Community colleges awarded more than 1 million associate degrees in 2011-12, an increase of 8 percent over the previous year, reports Community College Week, which lists the top 100 associate degree and certificate producers.
Completion campaigns are starting to pay off. Indiana’s Ivy Tech, a statewide system, ranks first among two-year institutions and third overall in associate degrees awarded with a 12 percent increase. Completion is “now a priority for all community colleges,” said President Thomas J. Snyder. But Ivy Tech is underfunded, he complained.
The situation only worsened when students poured into the system after the 2008 recession.
“The facilities themselves are woefully under built,” Snyder said. “Our student to adviser ratio is 1000-1. Most colleges try to get to 500-1.”
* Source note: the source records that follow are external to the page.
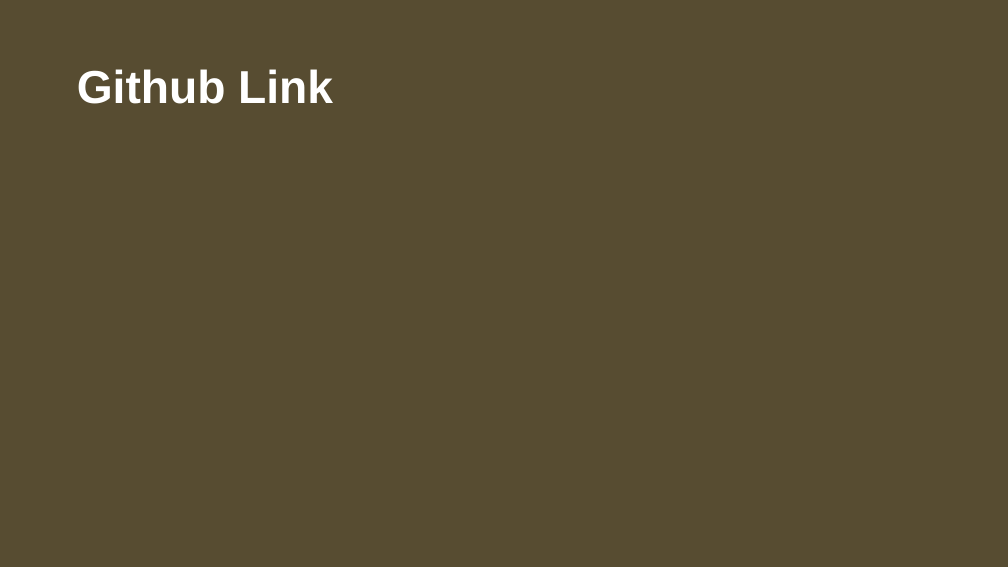
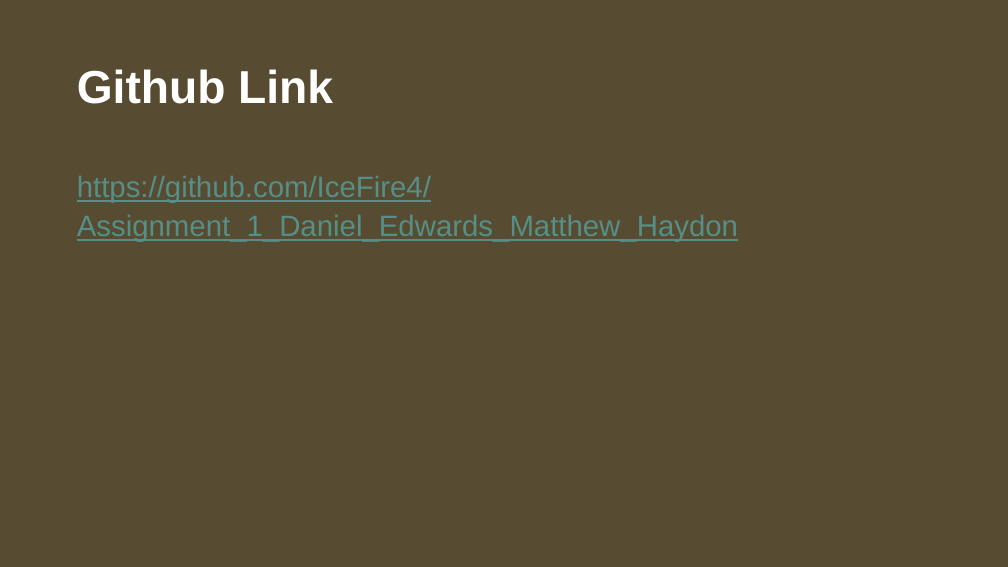
Before and after one commit to IceFire4/Assignment_1_Daniel_Edwards_Matthew_Haydon, a slide deck: slide 23 of Assignment 2 Portfolio.pptx (slide 22 before the commit). Drawn at 1008x567 pixels with LibreOffice and Linux fonts; fonts in the diff are those of the drawing; background and template pictures are left out. Boxes give left, top, right and bottom in pixels: in the first picture for what was removed or moved away, otherwise in the second. Text is boxed around its words. In the diff, an @@ line names an element or a change of style, - is before the commit and + after.

```diff
--- a/Assignment 2 Portfolio.pptx
+++ b/Assignment 2 Portfolio.pptx
@@ text added at bbox=[77, 176, 738, 242], 28 pt, text #568E88, underline @@
+https://github.com/IceFire4/Assignment_1_Daniel_Edwards_Matthew_Haydon
```
Also in this commit, not shown: 3 other slides changed, 1 slide added.

Snyder said while 47 percent of all students enrolled in public colleges in Indiana attend Ivy Tech, the state gets just 14 percent of the higher education appropriations.
The Lone Star College System in Texas ranked third among two-year institutions, and 10th overall, in the number of associate degrees conferred, with 4,208, a 27 percent increase from a year earlier. The number of degrees earned by Hispanic students increased by 55 percent from the year before.
“Our board has made student success its top priority,” said Chancellor Richard Carpenter. “For the past three or four years, not a meeting goes by where we don’t talk about completion.”
Lone Star leads the statewide Texas Completes program, which aims to “identify, address and eliminate obstacles to student success and implement procedures and policies to speed a student’s completion.” For example, all new students must attend a common orientation and declare a program of study in their first year.